I. The Arbitration Proposal

As a preliminary matter, we note that the Proponent submitted a proposal substantially similar to the Arbitration Proposal for inclusion in Zions' 2007 proxy statement, which Zions excluded in reliance upon Rule 14a-8(e)(2). See Zions Bancorporation (February 23, 2007).

The Arbitration Proposal provides:

Shareholders assembled in person or by proxy recommend that the Board of Directors take such as action as may be necessary to provide that the termination of any customer account by a subsidiary of the corporation's branch, in a community that has no alternative commercial bank available within 50 miles, be deferred until the matter can be heard in arbitration or by a civil court, in any event, termination to be deferred for 180 days pending such independent evaluation of the company's position.

A. The Arbitration Proposal may be omitted under Rule 14a-8(i)(7) as relating to the conduct of the ordinary business operations of Zions.

Rule 14a-8(i)(7) permits a company to omit a shareholder proposal from its proxy materials if the proposal deals with a matter relating to the company's ordinary business operations.

The Staff has consistently recognized that a company's "ordinary business" includes the procedures used to handle customer complaints with respect to its products and services, and, therefore, Rule 14a-8(i)(7) may be relied upon to exclude a shareholder proposal that relates to such matters. For example, in Deere & Company (November 30, 2000), the Staff concurred that a shareholder proposal requiring Deere & Company to form a committee to decide on the proper course of action to be taken with regard to customer complaints related to its ordinary business operations and thus could be omitted. Similarly, in BankAmerica Corporation (March 23, 1992), the Staff permitted the registrant to exclude a proposal requiring the registrant to establish a "credit reconsideration committee," providing specific procedures to deal with a customer whose credit application is rejected. More recently, the Staff permitted the registrant to exclude a proposal requiring the company to adopt a "Customer Bill of Rights" on the basis it related to the registrant's "ordinary business operations (i.e., customer relations)." See Bank of America Corporation (March 3, 2005). See also Consolidated Edison, Inc. (March 10, 2003) (proposal relating to the management of employees and their interaction with customers); Verizon Communications Inc. (January 9, 2003) (proposal to establish improved quality control procedures for advertisements in the Yellow Pages directories and adopt policies regarding customer complaints); General Electric Company (February 3, 1999) (proposal to consider a policy to ensure a due process review procedure of viewer complaints against NBC News); and The Bank of New York Company, Inc. (March 11, 1993) (proposal to appoint ombudsman to enable customers and shareholders to receive information concerning their accounts with the company). Just as in each of these earlier letters, the Proponent should not be able to seek a shareholder vote on a proposal that attempts to regulate how Zions addresses customer complaints stemming from a subsidiary's decision to close a customer's account.

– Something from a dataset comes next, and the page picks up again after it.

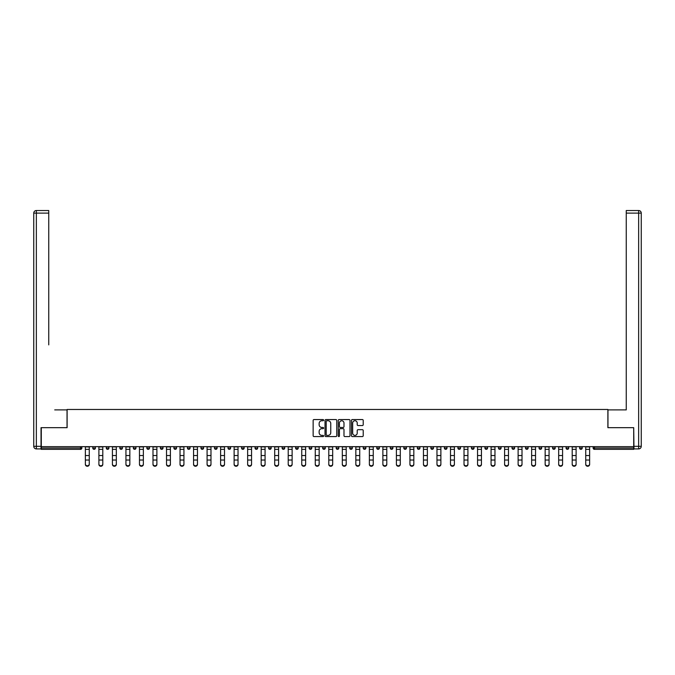 <?xml version="1.0" encoding="UTF-8"?>
<svg xmlns="http://www.w3.org/2000/svg" width="675" height="675" viewBox="0 0 675 675"><rect width="100%" height="100%" fill="white"/><g stroke="black" fill="none" stroke-linecap="round" stroke-linejoin="round"><path stroke-width="1.01" d="M323.629 420.145A0.599 0.599 0 0 0 323.038 419.555L313.993 419.555A0.852 0.852 0 0 0 313.141 420.407L313.141 435.721A0.852 0.852 0 0 0 313.993 436.573L323.038 436.573A0.599 0.599 0 0 0 323.629 435.974A0.599 0.599 0 0 0 323.038 435.383L321.865 435.383A2.725 2.725 0 0 1 319.14 432.658L319.14 431.384A2.725 2.725 0 0 1 321.865 428.659L323.038 428.659A0.599 0.599 0 0 0 323.629 428.06A0.599 0.599 0 0 0 323.038 427.469L321.865 427.469A2.725 2.725 0 0 1 319.14 424.744L319.14 423.47A2.725 2.725 0 0 1 321.865 420.744L323.038 420.744A0.599 0.599 0 0 0 323.629 420.145M362.365 425.554A0.852 0.852 0 0 0 363.218 424.702L363.218 420.407A0.852 0.852 0 0 0 362.365 419.555L352.325 419.555A0.852 0.852 0 0 0 351.473 420.407L351.473 435.721A0.852 0.852 0 0 0 352.325 436.573L362.365 436.573A0.852 0.852 0 0 0 363.218 435.721L363.218 430.532A0.852 0.852 0 0 0 362.365 429.68L358.071 429.68A0.852 0.852 0 0 0 357.218 430.532L357.218 433.105A2.278 2.278 0 0 1 354.94 435.383A2.278 2.278 0 0 1 352.671 433.105L352.671 423.023A2.278 2.278 0 0 1 354.94 420.744A2.278 2.278 0 0 1 357.218 423.023L357.218 424.702A0.852 0.852 0 0 0 358.071 425.554L362.365 425.554M43.2 210.524L36.349 210.524L48.743 210.524L43.2 210.524L48.743 210.524L48.743 213.123L36.349 213.123L36.349 446.31L41.032 446.31L41.032 427.672L67.12 427.672L67.12 409.472L607.88 409.472L607.88 427.672L633.707 427.672L633.707 446.656L41.293 446.656L41.293 448.04L80.561 448.04L80.561 446.656M41.293 427.672L41.293 446.656M336.757 420.407A0.852 0.852 0 0 0 335.905 419.555L325.865 419.555A0.852 0.852 0 0 0 325.012 420.407L325.012 435.721A0.852 0.852 0 0 0 325.865 436.573L335.905 436.573A0.852 0.852 0 0 0 336.757 435.721L336.757 420.407M339.095 419.555L349.135 419.555A0.852 0.852 0 0 1 349.988 420.407L349.988 435.721A0.852 0.852 0 0 1 349.135 436.573L344.841 436.573A0.852 0.852 0 0 1 343.988 435.721L343.988 429.511A0.852 0.852 0 0 0 343.136 428.659L340.284 428.659A0.852 0.852 0 0 0 339.432 429.511L339.432 435.974A0.599 0.599 0 0 1 338.842 436.573A0.599 0.599 0 0 1 338.243 435.974L338.243 420.407A0.852 0.852 0 0 1 339.095 419.555M81.861 446.656L81.861 448.04A1.299 1.299 0 0 1 80.561 449.347L41.293 449.347L41.293 448.04M633.707 446.656L633.707 449.347L594.439 449.347A1.299 1.299 0 0 1 593.139 448.04L593.139 446.656M92.787 446.656L92.787 448.04L92.787 446.656M80.561 449.347A1.299 1.299 0 0 0 81.861 448.04A1.299 1.299 0 0 1 80.561 449.347L80.561 448.04L81.861 448.04M94.087 449.347A1.299 1.299 0 0 1 92.787 448.04A1.299 1.299 0 0 0 94.087 449.347A1.299 1.299 0 0 0 95.386 448.04L95.386 446.656L95.386 448.04A1.299 1.299 0 0 1 94.087 449.347A1.299 1.299 0 0 1 92.787 448.04L95.386 448.04A1.299 1.299 0 0 1 94.087 449.347M106.304 446.656L106.304 448.04L106.304 446.656M108.911 446.656L108.911 448.04A1.299 1.299 0 0 1 107.603 449.347A1.299 1.299 0 0 1 106.304 448.04A1.299 1.299 0 0 0 107.603 449.347A1.299 1.299 0 0 0 108.911 448.04A1.299 1.299 0 0 1 107.603 449.347A1.299 1.299 0 0 1 106.304 448.04L108.911 448.04M119.829 446.656L119.829 448.04L119.829 446.656M122.428 446.656L122.428 448.04L122.428 446.656M133.355 448.04A1.299 1.299 0 0 0 134.654 449.347A1.299 1.299 0 0 0 135.953 448.04A1.299 1.299 0 0 1 134.654 449.347A1.299 1.299 0 0 0 135.953 448.04L135.953 446.656L135.953 448.04L133.355 448.04A1.299 1.299 0 0 0 134.654 449.347A1.299 1.299 0 0 1 133.355 448.04L133.355 446.656M146.88 446.656L146.88 448.04L146.88 446.656M149.479 446.656L149.479 448.04L149.479 446.656M162.996 446.656L162.996 448.04A1.299 1.299 0 0 1 161.696 449.347A1.299 1.299 0 0 1 160.397 448.04L160.397 446.656M175.222 449.347A1.299 1.299 0 0 0 176.521 448.04L176.521 446.656L176.521 448.04A1.299 1.299 0 0 1 175.222 449.347A1.299 1.299 0 0 1 173.922 448.04L173.922 446.656M187.447 446.656L187.447 448.04L187.447 446.656M190.046 446.656L190.046 448.04A1.299 1.299 0 0 1 188.747 449.347A1.299 1.299 0 0 1 187.447 448.04L190.046 448.04A1.299 1.299 0 0 1 188.747 449.347M203.572 446.656L203.572 448.04A1.299 1.299 0 0 1 202.272 449.347A1.299 1.299 0 0 1 200.964 448.04L200.964 446.656M215.789 449.347A1.299 1.299 0 0 0 217.088 448.04L217.088 446.656L217.088 448.04A1.299 1.299 0 0 1 215.789 449.347A1.299 1.299 0 0 1 214.49 448.04L214.49 446.656M230.614 446.656L230.614 448.04A1.299 1.299 0 0 1 229.314 449.347A1.299 1.299 0 0 1 228.015 448.04L228.015 446.656M241.54 446.656L241.54 448.04L241.54 446.656M244.139 446.656L244.139 448.04A1.299 1.299 0 0 1 242.84 449.347A1.299 1.299 0 0 1 241.54 448.04L244.139 448.04A1.299 1.299 0 0 1 242.84 449.347M257.664 446.656L257.664 448.04L255.057 448.04A1.299 1.299 0 0 0 256.365 449.347A1.299 1.299 0 0 1 255.057 448.04L255.057 446.656M269.882 449.347A1.299 1.299 0 0 0 271.181 448.04L271.181 446.656L271.181 448.04A1.299 1.299 0 0 1 269.882 449.347A1.299 1.299 0 0 1 268.582 448.04L268.582 446.656M284.707 446.656L284.707 448.04A1.299 1.299 0 0 1 283.407 449.347A1.299 1.299 0 0 1 282.108 448.04L282.108 446.656M295.633 446.656L295.633 448.04L295.633 446.656M298.232 446.656L298.232 448.04A1.299 1.299 0 0 1 296.933 449.347A1.299 1.299 0 0 1 295.633 448.04L298.232 448.04A1.299 1.299 0 0 1 296.933 449.347M311.757 446.656L311.757 448.04A1.299 1.299 0 0 1 310.458 449.347A1.299 1.299 0 0 1 309.15 448.04L309.15 446.656M322.675 448.04L325.274 448.04A1.299 1.299 0 0 1 323.975 449.347A1.299 1.299 0 0 0 325.274 448.04L325.274 446.656L325.274 448.04A1.299 1.299 0 0 1 323.975 449.347A1.299 1.299 0 0 1 322.675 448.04L322.675 446.656M338.799 446.656L338.799 448.04A1.299 1.299 0 0 1 337.5 449.347A1.299 1.299 0 0 1 336.201 448.04L336.201 446.656M349.726 446.656L349.726 448.04L349.726 446.656M352.325 446.656L352.325 448.04L352.325 446.656M363.243 446.656L363.243 448.04L363.243 446.656M365.85 446.656L365.85 448.04A1.299 1.299 0 0 1 364.542 449.347A1.299 1.299 0 0 1 363.243 448.04L365.85 448.04A1.299 1.299 0 0 1 364.542 449.347M376.768 446.656L376.768 448.04L376.768 446.656M379.367 446.656L379.367 448.04L379.367 446.656M390.293 446.656L390.293 448.04L390.293 446.656M392.892 446.656L392.892 448.04A1.299 1.299 0 0 1 391.593 449.347A1.299 1.299 0 0 1 390.293 448.04A1.299 1.299 0 0 0 391.593 449.347A1.299 1.299 0 0 0 392.892 448.04A1.299 1.299 0 0 1 391.593 449.347A1.299 1.299 0 0 1 390.293 448.04L392.892 448.04M406.418 446.656L406.418 448.04A1.299 1.299 0 0 1 405.118 449.347A1.299 1.299 0 0 1 403.819 448.04L403.819 446.656M419.943 446.656L419.943 448.04L417.336 448.04A1.299 1.299 0 0 0 418.635 449.347A1.299 1.299 0 0 1 417.336 448.04L417.336 446.656M433.46 446.656L433.46 448.04A1.299 1.299 0 0 1 432.16 449.347A1.299 1.299 0 0 1 430.861 448.04L430.861 446.656M444.386 446.656L444.386 448.04L444.386 446.656M446.985 446.656L446.985 448.04A1.299 1.299 0 0 1 445.686 449.347A1.299 1.299 0 0 1 444.386 448.04A1.299 1.299 0 0 0 445.686 449.347A1.299 1.299 0 0 1 444.386 448.04L446.985 448.04A1.299 1.299 0 0 1 445.686 449.347M460.51 446.656L460.51 448.04A1.299 1.299 0 0 1 459.211 449.347A1.299 1.299 0 0 1 457.912 448.04L457.912 446.656M474.036 446.656L474.036 448.04L471.428 448.04A1.299 1.299 0 0 0 472.728 449.347A1.299 1.299 0 0 1 471.428 448.04L471.428 446.656M487.553 446.656L487.553 448.04A1.299 1.299 0 0 1 486.253 449.347A1.299 1.299 0 0 1 484.954 448.04L484.954 446.656M501.078 446.656L501.078 448.04L498.479 448.04A1.299 1.299 0 0 0 499.778 449.347A1.299 1.299 0 0 1 498.479 448.04L498.479 446.656M514.603 446.656L514.603 448.04A1.299 1.299 0 0 1 513.304 449.347A1.299 1.299 0 0 1 512.004 448.04L512.004 446.656M528.12 446.656L528.12 448.04L525.521 448.04A1.299 1.299 0 0 0 526.821 449.347A1.299 1.299 0 0 1 525.521 448.04L525.521 446.656M541.645 446.656L541.645 448.04A1.299 1.299 0 0 1 540.346 449.347A1.299 1.299 0 0 1 539.047 448.04L539.047 446.656M555.171 446.656L555.171 448.04L552.572 448.04A1.299 1.299 0 0 0 553.871 449.347A1.299 1.299 0 0 1 552.572 448.04L552.572 446.656M568.696 446.656L568.696 448.04L566.089 448.04A1.299 1.299 0 0 0 567.397 449.347A1.299 1.299 0 0 1 566.089 448.04L566.089 446.656M582.213 446.656L582.213 448.04L579.614 448.04A1.299 1.299 0 0 0 580.913 449.347A1.299 1.299 0 0 1 579.614 448.04L579.614 446.656M121.129 449.347A1.299 1.299 0 0 1 119.829 448.04A1.299 1.299 0 0 0 121.129 449.347A1.299 1.299 0 0 0 122.428 448.04A1.299 1.299 0 0 1 121.129 449.347A1.299 1.299 0 0 1 119.829 448.04L122.428 448.04A1.299 1.299 0 0 1 121.129 449.347M148.179 449.347A1.299 1.299 0 0 1 146.88 448.04A1.299 1.299 0 0 0 148.179 449.347A1.299 1.299 0 0 0 149.479 448.04A1.299 1.299 0 0 1 148.179 449.347A1.299 1.299 0 0 1 146.88 448.04L149.479 448.04A1.299 1.299 0 0 1 148.179 449.347M256.365 449.347A1.299 1.299 0 0 0 257.664 448.04A1.299 1.299 0 0 1 256.365 449.347A1.299 1.299 0 0 1 255.057 448.04M351.025 449.347A1.299 1.299 0 0 1 349.726 448.04L352.325 448.04A1.299 1.299 0 0 1 351.025 449.347A1.299 1.299 0 0 0 352.325 448.04A1.299 1.299 0 0 1 351.025 449.347M378.067 449.347A1.299 1.299 0 0 1 376.768 448.04A1.299 1.299 0 0 0 378.067 449.347A1.299 1.299 0 0 0 379.367 448.04A1.299 1.299 0 0 1 378.067 449.347A1.299 1.299 0 0 1 376.768 448.04L379.367 448.04M418.635 449.347A1.299 1.299 0 0 0 419.943 448.04A1.299 1.299 0 0 1 418.635 449.347A1.299 1.299 0 0 1 417.336 448.04M472.728 449.347A1.299 1.299 0 0 0 474.036 448.04A1.299 1.299 0 0 1 472.728 449.347A1.299 1.299 0 0 1 471.428 448.04M501.078 448.04A1.299 1.299 0 0 1 499.778 449.347A1.299 1.299 0 0 0 501.078 448.04A1.299 1.299 0 0 1 499.778 449.347A1.299 1.299 0 0 1 498.479 448.04M526.821 449.347A1.299 1.299 0 0 0 528.12 448.04A1.299 1.299 0 0 1 526.821 449.347A1.299 1.299 0 0 1 525.521 448.04M540.346 449.347A1.299 1.299 0 0 0 541.645 448.04A1.299 1.299 0 0 1 540.346 449.347M553.871 449.347A1.299 1.299 0 0 0 555.171 448.04A1.299 1.299 0 0 1 553.871 449.347A1.299 1.299 0 0 1 552.572 448.04M567.397 449.347A1.299 1.299 0 0 0 568.696 448.04A1.299 1.299 0 0 1 567.397 449.347A1.299 1.299 0 0 1 566.089 448.04M580.913 449.347A1.299 1.299 0 0 0 582.213 448.04A1.299 1.299 0 0 1 580.913 449.347A1.299 1.299 0 0 1 579.614 448.04M326.801 420.744A0.599 0.599 0 0 0 326.202 421.343L326.202 434.784A0.599 0.599 0 0 0 326.801 435.383L328.033 435.383A2.725 2.725 0 0 0 330.758 432.658L330.758 423.47A2.725 2.725 0 0 0 328.033 420.744L326.801 420.744M343.988 423.065A2.278 2.278 0 0 0 341.71 420.787A2.278 2.278 0 0 0 339.432 423.065L339.432 426.617A0.852 0.852 0 0 0 340.284 427.469L343.136 427.469A0.852 0.852 0 0 0 343.988 426.617L343.988 423.065M85.371 460.502L85.371 464.003A1.949 1.772 0 0 0 87.32 465.775A1.949 1.772 0 0 0 89.269 464.003L89.269 464.476A1.949 1.772 180 0 1 87.32 466.248A1.949 1.772 180 0 1 85.371 464.476M89.269 464.003L89.269 446.656M85.371 464.003L85.371 446.656M67.036 427.672L67.036 409.902L54.726 409.902M48.743 213.123L48.743 344.883M41.032 446.31L41.032 448.909L36.349 448.909A2.599 2.599 0 0 1 33.75 446.31L33.75 213.123A2.599 2.599 0 0 1 36.349 210.524A2.599 2.599 0 0 0 33.75 213.123A2.599 2.599 0 0 1 36.349 210.524A2.599 2.599 0 0 0 33.75 213.123L36.349 213.123L36.349 210.524M620.274 409.902L626.257 409.902L626.257 210.524L638.651 210.524L626.257 210.524M607.964 427.672L607.964 409.902L626.257 409.902L626.257 344.883M633.968 446.31L638.651 446.31L638.651 213.123L641.25 213.123A2.599 2.599 0 0 0 638.651 210.524A2.599 2.599 0 0 1 641.25 213.123L641.25 446.31A2.599 2.599 0 0 1 638.651 448.909L633.968 448.909L633.707 427.672M638.651 448.909A2.599 2.599 0 0 0 641.25 446.31L638.651 446.31L638.651 448.909M98.896 460.502L98.896 464.003A1.949 1.772 0 0 0 100.845 465.775A1.949 1.772 0 0 0 102.794 464.003L102.794 464.476A1.949 1.772 180 0 1 100.845 466.248A1.949 1.772 180 0 1 98.896 464.476M112.421 460.502L112.421 464.003A1.949 1.772 0 0 0 114.37 465.775A1.949 1.772 0 0 0 116.319 464.003L116.319 464.476A1.949 1.772 180 0 1 114.37 466.248A1.949 1.772 180 0 1 112.421 464.476M125.938 460.502L125.938 464.003A1.949 1.772 0 0 0 127.896 465.775A1.949 1.772 0 0 0 129.845 464.003L129.845 464.476A1.949 1.772 180 0 1 127.896 466.248A1.949 1.772 180 0 1 125.938 464.476M139.463 460.502L139.463 464.003A1.949 1.772 0 0 0 141.412 465.775A1.949 1.772 0 0 0 143.362 464.003L143.362 464.476A1.949 1.772 180 0 1 141.412 466.248A1.949 1.772 180 0 1 139.463 464.476M152.989 460.502L152.989 464.003A1.949 1.772 0 0 0 154.938 465.775A1.949 1.772 0 0 0 156.887 464.003L156.887 464.476A1.949 1.772 180 0 1 154.938 466.248A1.949 1.772 180 0 1 152.989 464.476M102.794 464.003L102.794 446.656M98.896 464.003L98.896 446.656M116.319 464.003L116.319 446.656M112.421 464.003L112.421 446.656M129.845 464.003L129.845 446.656M125.938 464.003L125.938 446.656M143.362 464.003L143.362 446.656M139.463 464.003L139.463 446.656M156.887 464.003L156.887 446.656M152.989 464.003L152.989 446.656M166.514 460.502L166.514 464.003A1.949 1.772 0 0 0 168.463 465.775A1.949 1.772 0 0 0 170.412 464.003L170.412 464.476A1.949 1.772 180 0 1 168.463 466.248A1.949 1.772 180 0 1 166.514 464.476M170.412 464.003L170.412 446.656M166.514 464.003L166.514 446.656M180.031 460.502L180.031 464.003A1.949 1.772 0 0 0 181.98 465.775A1.949 1.772 0 0 0 183.938 464.003L183.938 464.476A1.949 1.772 180 0 1 181.98 466.248A1.949 1.772 180 0 1 180.031 464.476M183.938 464.003L183.938 446.656M180.031 464.003L180.031 446.656M193.556 460.502L193.556 464.003A1.949 1.772 0 0 0 195.505 465.775A1.949 1.772 0 0 0 197.454 464.003L197.454 464.476A1.949 1.772 180 0 1 195.505 466.248A1.949 1.772 180 0 1 193.556 464.476M197.454 464.003L197.454 446.656M193.556 464.003L193.556 446.656M207.082 460.502L207.082 464.003A1.949 1.772 0 0 0 209.031 465.775A1.949 1.772 0 0 0 210.98 464.003L210.98 464.476A1.949 1.772 180 0 1 209.031 466.248A1.949 1.772 180 0 1 207.082 464.476M210.98 464.003L210.98 446.656M207.082 464.003L207.082 446.656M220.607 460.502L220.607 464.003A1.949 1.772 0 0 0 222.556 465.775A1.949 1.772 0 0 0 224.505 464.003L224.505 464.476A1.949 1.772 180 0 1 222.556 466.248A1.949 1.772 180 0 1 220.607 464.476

B. The Arbitration Proposal may be omitted under Rule 14a-8(i)(4) as relating to the redress of a personal grievance.

Rule 14a-8(i)(4) permits a company to omit a shareholder proposal from its proxy materials if the proposal relates to the redress of a personal claim or grievance against the company.

In Exchange Act Release No. 20091 (August 16, 1983), the Securities and Exchange Commission explained that the purpose of this rule is to ensure that the process is not "abused by proponents attempting to achieve personal ends that are not necessarily in the common interest of the issuer's shareholders generally." As one can glean from reading the Supporting Statement, Mr. Schaefer, the president of Schaefer-Nevada, is a former customer of one of Zions' subsidiaries, Nevada State Bank ("NSB"), whose account was closed by a branch of NSB a number of years ago. Since that time, Mr. Schaefer has had numerous exchanges with NSB and Zions regarding the account closure and other disputes between himself and Zions. During this period he has:

made repeated demands to re-open the account;

made repeated demands that an NSB collections manager involved in the account closing be terminated;

threatened to picket bank branches because of the account closing;

threatened to place newspaper advertisements against the bank;

filed a complaint of breach of implied covenant of good faith in connection with an account closing;

filed a small claims action over NSB's failure to make a renovation loan; and

threatened to urge a county to withdraw funds from the bank.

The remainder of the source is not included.